The reality of excavation hazards
The primary hazard in any excavation project is the risk of a cave-in. Soil is incredibly heavy and inherently unstable once disturbed. When a trench wall collapses, the sheer weight and pressure of the soil can instantly crush a worker or cause fatal asphyxiation, even if the worker's head remains above the dirt. According to safety authorities, including the Infrastructure Health and Safety Association, the vast majority of trenching fatalities are caused by cave-ins, and surprisingly, more than half of these fatal incidents occur in trenches that are less than three metres deep.
Beyond cave-ins, workers face several other significant risks. Heavy equipment operating too close to the edge can cause the trench walls to fail under the surcharge load, or the equipment itself may fall into the excavation. Excavated soil, known as the spoil pile, can roll back into the trench if placed too close to the edge. Trenches also often intersect with existing underground utilities, presenting severe electrocution or explosion risks if buried power lines or gas mains are struck. Managing these overlapping risks requires a robust hazard identification and risk assessment process before a single shovel breaks the ground.
Pre-excavation planning and utility locates
Safe excavation begins long before the digging starts. Comprehensive pre-excavation planning is a strict legal requirement across all Canadian jurisdictions. The most critical first step is identifying and marking all buried facilities. Striking an underground utility can cause immediate explosions, fires, electrocution, or flooding.
Contractors must contact their provincial utility notification service, such as Ontario One Call, Alberta One-Call, or BC One Call, well in advance of the project start date. Once the utilities are marked, contractors must use non-destructive digging methods, such as hydrovac excavation or careful hand digging, to expose the utilities within the designated tolerance zones before mechanical excavation can proceed.
In addition to utility locates, contractors must assess the site for overhead hazards, such as power lines that could interfere with excavators or cranes. The site layout must be planned to keep heavy equipment and spoil piles at a safe distance from the trench edges. If the trench is deep enough to restrict natural airflow or if it intersects with active sewer lines, the contractor must evaluate whether the excavation constitutes a confined space. If it does, a formal confined space entry program must be implemented.
Understanding soil classification
The stability of a trench wall depends entirely on the type of soil being excavated. Because soil conditions can vary dramatically even within a single job site, occupational health and safety regulations require a competent person to classify the soil before determining the appropriate protective system. Soil classification must be treated as a dynamic process; weather events can rapidly degrade soil stability, requiring immediate reassessment.
While the exact terminology varies slightly by province, Canadian regulations generally categorize soil into three or four distinct types based on their stability and cohesive properties.
Hard and compact soil
This is the most stable type of soil. It is very dense, appears dry, and shows no signs of water seepage. In Ontario, this is classified as Type 1 soil. In Alberta, it is known as "hard and compact," and in British Columbia, it is referred to as stable rock or firm soil. While this soil is highly stable, it still requires protective systems if the trench exceeds the regulatory trigger depth.

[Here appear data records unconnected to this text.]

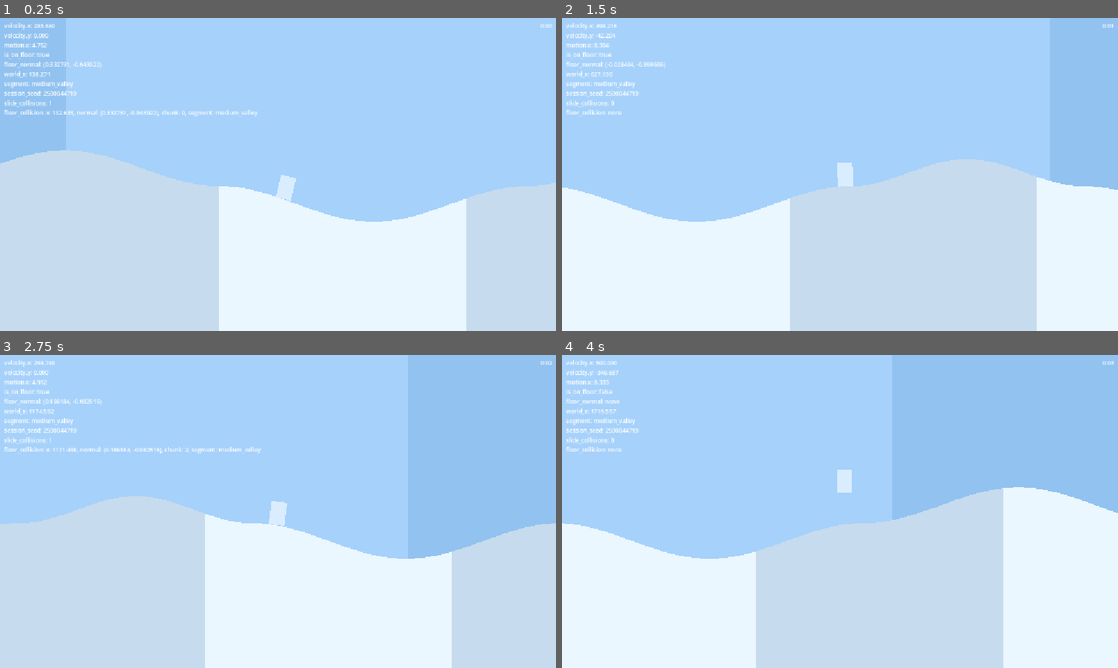
Above: before the commit, frames 1-4 (two rows, left to right).
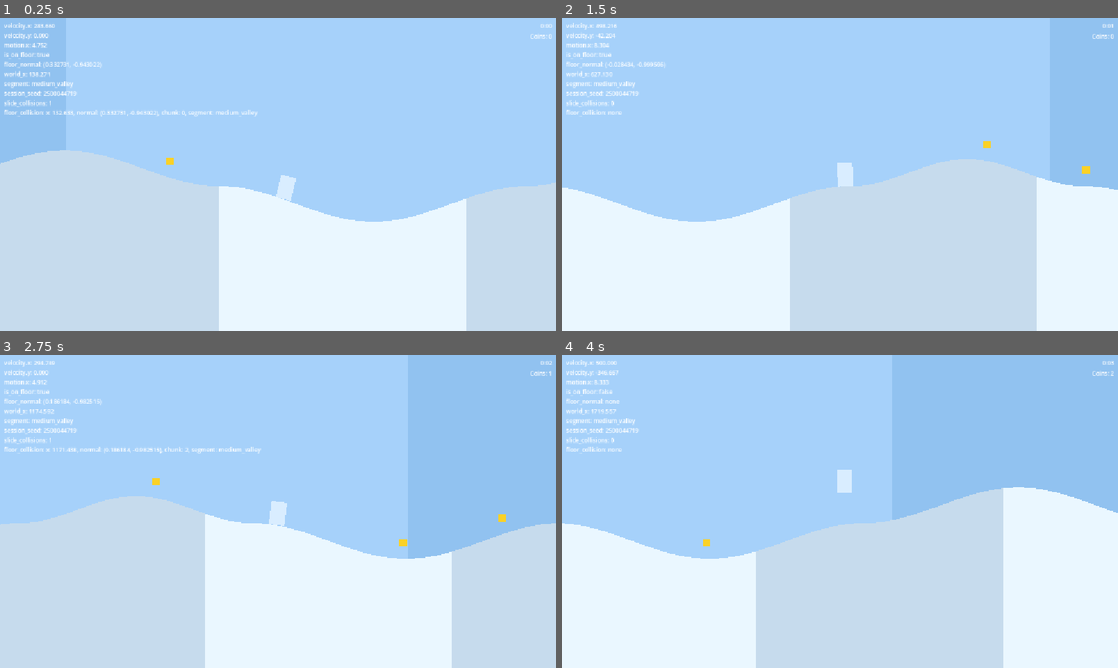
Above: after the commit, the same moments.

Repository: Kiernan-Hub/Aurora
Game: Godot game, scene res://scenes/main.tscn
Same seed, same stepped clock (60 frames per second), same inputs: the game is played once before the commit and once after it.
Inputs:
- Up to frame 1 (0.25 s): no input
- Up to frame 2 (1.5 s): tap Enter (ui_accept) at 0.5, 0.77 s; hold Up (ui_up) from 0.53 s (still down); tap M at 0.6 s; tap N at 1.35 s
- Up to frame 3 (2.75 s): tap Enter (ui_accept) at 1.52 s; release Up (ui_up) at 2.03 s; hold Down (ui_down) from 2.03 s (still down); tap M at 2.1 s
- Up to frame 4 (4 s): release Down (ui_down) at 2.78 s; hold Up (ui_up) from 2.78 s (still down); tap N at 2.85 s; tap Enter (ui_accept) at 3.02, 3.77 s; tap M at 3.6 s

The runs differ from the first frame. In frame 1, less than 0.1% of the frame differs, in the area x 29-100%, y 5-47%; in frame 2, 0.1%; in frame 3, 0.1%, in the area x 27-100%, y 5-62%; in frame 4, less than 0.1%.

Commit message:
Add coin pickups and a live coin-count HUD
CoinSpawner mirrors the chunk/background-generator lifecycle pattern and
lives as a child of TerrainGenerator so world rebasing carries its coins
for free. Coin placement is a pure function of (session_seed, chunk_index,
slot_index), consistent with the rest of the terrain generation.

Co-Authored-By: Claude Sonnet 5 <noreply@anthropic.com>

Diff:
--- a/scenes/main.tscn
+++ b/scenes/main.tscn
@@ -5,6 +5,7 @@
 [ext_resource type="Script" uid="uid://b167wbugq81a2" path="res://scripts/main.gd" id="3"]
 [ext_resource type="Script" uid="uid://c3bxsf5ckhq4k" path="res://scripts/systems/background_generator.gd" id="4"]
 [ext_resource type="Script" uid="uid://qs7ecwhx0vkq" path="res://scripts/game/game_manager.gd" id="6_j53ry"]
+[ext_resource type="Script" path="res://scripts/systems/coin_spawner.gd" id="7_coin"]
 
 [node name="Main" type="Node2D" unique_id=564781199]
 script = ExtResource("3")
@@ -23,6 +24,11 @@
 [node name="TerrainGenerator" type="Node2D" parent="." unique_id=1676138452]
 script = ExtResource("2")
 player_path = NodePath("../Player")
+
+[node name="CoinSpawner" type="Node2D" parent="TerrainGenerator"]
+script = ExtResource("7_coin")
+terrain_generator_path = NodePath("..")
+player_path = NodePath("../../Player")
 
 [node name="Camera2D" type="Camera2D" parent="." unique_id=1352461072]
 position = Vector2(0, 136)
@@ -64,3 +70,15 @@
 theme_override_font_sizes/font_size = 12
 text = ""
 horizontal_alignment = 2
+
+[node name="CoinLabel" type="Label" parent="CanvasLayer"]
+anchors_preset = 1
+anchor_left = 1.0
+anchor_right = 1.0
+offset_left = -100.0
+offset_top = 30.0
+offset_right = -8.0
+offset_bottom = 50.0
+theme_override_font_sizes/font_size = 12
+text = "Coins: 0"
+horizontal_alignment = 2
--- /dev/null
+++ b/scenes/pickups/coin.tscn
@@ -0,0 +1,19 @@
+[gd_scene load_steps=3 format=3]
+
+[ext_resource type="Script" path="res://scripts/pickups/coin.gd" id="1"]
+
+[sub_resource type="CircleShape2D" id="1"]
+radius = 10.0
+
+[node name="Coin" type="Area2D"]
+collision_layer = 2
+collision_mask = 1
+script = ExtResource("1")
+
+[node name="CollisionShape2D" type="CollisionShape2D" parent="."]
+shape = SubResource("1")
+
+[node name="ColorRect" type="ColorRect" parent="."]
+position = Vector2(-8, -8)
+size = Vector2(16, 16)
+color = Color(0.98, 0.82, 0.15, 1)
--- a/scripts/game/game_manager.gd
+++ b/scripts/game/game_manager.gd
@@ -3,9 +3,14 @@
 
 @export var player_path: NodePath = NodePath("../Player")
 @export var death_message_label_path: NodePath = NodePath("../CanvasLayer/YouDiedLabel")
+@export var coin_spawner_path: NodePath = NodePath("../TerrainGenerator/CoinSpawner")
+@export var coin_label_path: NodePath = NodePath("../CanvasLayer/CoinLabel")
 
 var player: Player
 var death_message_label: Label
+var coin_spawner: CoinSpawner
+var coin_label: Label
+var coin_count: int = 0
 
 
 func _ready() -> void:
@@ -22,7 +27,25 @@
 	death_message_label.visible = false
 	player.died.connect(_on_player_died)
 
+	coin_spawner = get_node_or_null(coin_spawner_path) as CoinSpawner
+	coin_label = get_node_or_null(coin_label_path) as Label
+	if coin_spawner == null or coin_label == null:
+		push_error("GameManager requires a CoinSpawner at %s and a coin label at %s." % [coin_spawner_path, coin_label_path])
+		return
+
+	coin_spawner.coin_collected.connect(_on_coin_collected)
+	update_coin_label()
+
 
 func _on_player_died() -> void:
 	get_tree().paused = true
 	death_message_label.visible = true
+
+
+func _on_coin_collected(value: int) -> void:
+	coin_count += value
+	update_coin_label()
+
+
+func update_coin_label() -> void:
+	coin_label.text = "Coins: %d" % coin_count
--- /dev/null
+++ b/scripts/pickups/coin.gd
@@ -0,0 +1,25 @@
+extends Area2D
+
+class_name Coin
+
+signal collected(value: int)
+
+@export var value: int = 1
+
+var has_been_collected: bool = false
+
+
+func _ready() -> void:
+	body_entered.connect(_on_body_entered)
+
+
+func _on_body_entered(body: Node2D) -> void:
+	if has_been_collected:
+		return
+	if not body.is_in_group("player"):
+		return
+
+	has_been_collected = true
+	set_deferred("monitoring", false)
+	collected.emit(value)
+	queue_free()
--- /dev/null
+++ b/scripts/systems/coin_spawner.gd
@@ -0,0 +1,134 @@
+extends Node2D
+
+class_name CoinSpawner
+
+# Sibling-relative, not absolute, because this node is meant to live as a child of
+# TerrainGenerator: world rebasing (main.gd apply_world_rebase) shifts
+# TerrainGenerator.position.y directly, and every descendant -- chunks and this
+# node's coin groups alike -- inherits that shift for free. A standalone spawner
+# outside the TerrainGenerator subtree would need its own rebase handling or its
+# coins would drift out of alignment with the terrain after the first rebase.
+@export var terrain_generator_path: NodePath = NodePath("..")
+@export var player_path: NodePath = NodePath("../../Player")
+
+signal coin_collected(value: int)
+
+const COIN_SCENE: PackedScene = preload("res://scenes/pickups/coin.tscn")
+# Fixed candidate x positions within a chunk, as a fraction of chunk_width. Each
+# slot is independently included or not (see get_slot_hash) so coins don't
+# appear in every chunk at identical spacing.
+const COIN_SLOT_FRACTIONS: Array[float] = [0.2, 0.5, 0.8]
+const COIN_SLOT_INCLUDE_CHANCE: float = 0.4
+# Above the sampled surface height, in the same local-y units build_chunk_surface
+# uses (get_terrain_height() is already ground_y-relative). Low enough to be
+# grabbed while grounded (player capsule half-height is 24px), high enough that
+# a coin never renders inside the terrain fill.
+const COIN_SURFACE_CLEARANCE: float = 34.0
+# Distinct from TerrainGenerator's own HASH_INDEX_MULTIPLIER/HASH_MIX_MULTIPLIER
+# salt so this hash sequence never collides with segment-selection hashing, even
+# though the two draw on the same session_seed and operate on different index
+# domains (chunk_index here vs segment_index there).
+const HASH_MASK: int = 0x7fffffff
+const HASH_INDEX_MULTIPLIER: int = 2246822519
+const HASH_MIX_MULTIPLIER: int = 3266489917
+
+var terrain_generator: TerrainGenerator
+var player: CharacterBody2D
+var next_chunk_index: int = 0
+var active_coin_groups: Dictionary[int, Node2D] = {}
+var has_initialized_coin_groups: bool = false
+
+
+func _ready() -> void:
+	terrain_generator = get_node_or_null(terrain_generator_path) as TerrainGenerator
+	player = get_node_or_null(player_path) as CharacterBody2D
+	if terrain_generator == null or player == null:
+		push_error("CoinSpawner requires a valid terrain_generator_path and player_path.")
+		set_physics_process(false)
+		return
+
+
+func _physics_process(_delta: float) -> void:
+	# Deliberately not done in _ready(): this node is a child of TerrainGenerator
+	# (see terrain_generator_path doc comment above), and Godot runs _ready() on
+	# children before their parent, so TerrainGenerator's own _ready() -- which
+	# builds session_seed and the segment cache get_terrain_height() depends on --
+	# has not run yet at this node's _ready() time. Every node's _ready() has run
+	# by the first _physics_process(), regardless of process order between
+	# siblings, so deferring here is the safe point.
+	if not has_initialized_coin_groups:
+		has_initialized_coin_groups = true
+		initialize_coin_groups()
+
+	var chunk_width: float = terrain_generator.chunk_width
+	var player_chunk_index: int = int(floor(player.global_position.x / chunk_width))
+	var target_chunk_index: int = player_chunk_index + terrain_generator.chunk_count_ahead
+	var despawn_chunk_index: int = player_chunk_index - terrain_generator.chunk_count_behind
+
+	while next_chunk_index <= target_chunk_index:
+		spawn_coin_group(next_chunk_index)
+		next_chunk_index += 1
+
+	var chunk_indices: Array[int] = active_coin_groups.keys()
+	for chunk_index: int in chunk_indices:
+		if chunk_index < despawn_chunk_index:
+			remove_coin_group(chunk_index)
+
+
+func initialize_coin_groups() -> void:
+	var chunk_width: float = terrain_generator.chunk_width
+	var player_chunk_index: int = int(floor(player.global_position.x / chunk_width))
+	next_chunk_index = player_chunk_index - terrain_generator.chunk_count_behind
+	for chunk_index: int in range(player_chunk_index - terrain_generator.chunk_count_behind, player_chunk_index + terrain_generator.chunk_count_ahead + 1):
+		spawn_coin_group(chunk_index)
+	next_chunk_index = player_chunk_index + terrain_generator.chunk_count_ahead + 1
+
+
+func spawn_coin_group(chunk_index: int) -> void:
+	if active_coin_groups.has(chunk_index):
+		return
+
+	var chunk_width: float = terrain_generator.chunk_width
+	var chunk_start_x: float = float(chunk_index) * chunk_width
+	var group: Node2D = Node2D.new()
+	group.position = Vector2(chunk_start_x + (chunk_width * 0.5), terrain_generator.ground_y)
+	add_child(group)
+	active_coin_groups[chunk_index] = group
+
+	for slot_index: int in range(COIN_SLOT_FRACTIONS.size()):
+		if get_slot_hash(chunk_index, slot_index) > COIN_SLOT_INCLUDE_CHANCE:
+			continue
+
+		var world_x: float = chunk_start_x + (COIN_SLOT_FRACTIONS[slot_index] * chunk_width)
+		var local_x: float = world_x - chunk_start_x - (chunk_width * 0.5)
+		var local_y: float = terrain_generator.get_terrain_height(world_x) - COIN_SURFACE_CLEARANCE
+
+		var coin: Coin = COIN_SCENE.instantiate() as Coin
+		coin.position = Vector2(local_x, local_y)
+		coin.collected.connect(_on_coin_collected)
+		group.add_child(coin)
+
+
+func remove_coin_group(chunk_index: int) -> void:
+	if not active_coin_groups.has(chunk_index):
+		return
+
+	var group: Node2D = active_coin_groups[chunk_index]
+	active_coin_groups.erase(chunk_index)
+	group.free()
+
+
+func _on_coin_collected(value: int) -> void:
+	coin_collected.emit(value)
+
+
+# Pure function of (session_seed, chunk_index, slot_index) -> [0, 1), same style as
+# TerrainGenerator.get_segment_hash but with an independent multiplier pair so this
+# sequence never lines up with segment-selection hashing.
+func get_slot_hash(chunk_index: int, slot_index: int) -> float:
+	var session_seed: int = terrain_generator.get_session_seed()
+	var mixed_value: int = (session_seed ^ ((chunk_index * 3 + slot_index) * HASH_INDEX_MULTIPLIER)) & HASH_MASK
+	mixed_value = (mixed_value ^ (mixed_value >> 13)) & HASH_MASK
+	mixed_value = (mixed_value * HASH_MIX_MULTIPLIER) & HASH_MASK
+	mixed_value = (mixed_value ^ (mixed_value >> 15)) & HASH_MASK
+	return float(mixed_value) / float(HASH_MASK)
Not shown, added: scripts/pickups/coin.gd.uid
Not shown, added: scripts/systems/coin_spawner.gd.uid

Soil likely to crack or crumble
This intermediate category includes soils that are stiff and compacted but exhibit signs of surface cracking or localized water seepage. Any soil that has been previously excavated automatically falls into this category or a lower one, because disturbed soil never regains its original structural integrity. Ontario classifies this as Type 2 soil, while Alberta refers to it as "likely to crack or crumble," and British Columbia categorizes it as cohesive soil.
Soft, sandy, or loose soil
This is the least stable and most dangerous type of soil. It is easy to excavate with hand tools, appears wet, and flows or becomes unstable when disturbed. Ontario divides this unstable category into Type 3 (soft, sandy, or loose) and Type 4 (soft clay). Alberta groups it all under "soft, sandy or loose," and British Columbia refers to it as granular or non-cohesive soil.
When an excavation contains multiple layers of different soil types, the law requires contractors to treat the entire excavation as if it consists entirely of the least stable soil type present.
Trigger depths for protective systems
Occupational health and safety regulations mandate the use of protective systems when an excavation reaches a specific depth.
In Ontario and British Columbia, the trigger depth is 1.2 metres (approximately 4 feet). In Alberta, the trigger depth is slightly deeper at 1.5 metres (approximately 5 feet).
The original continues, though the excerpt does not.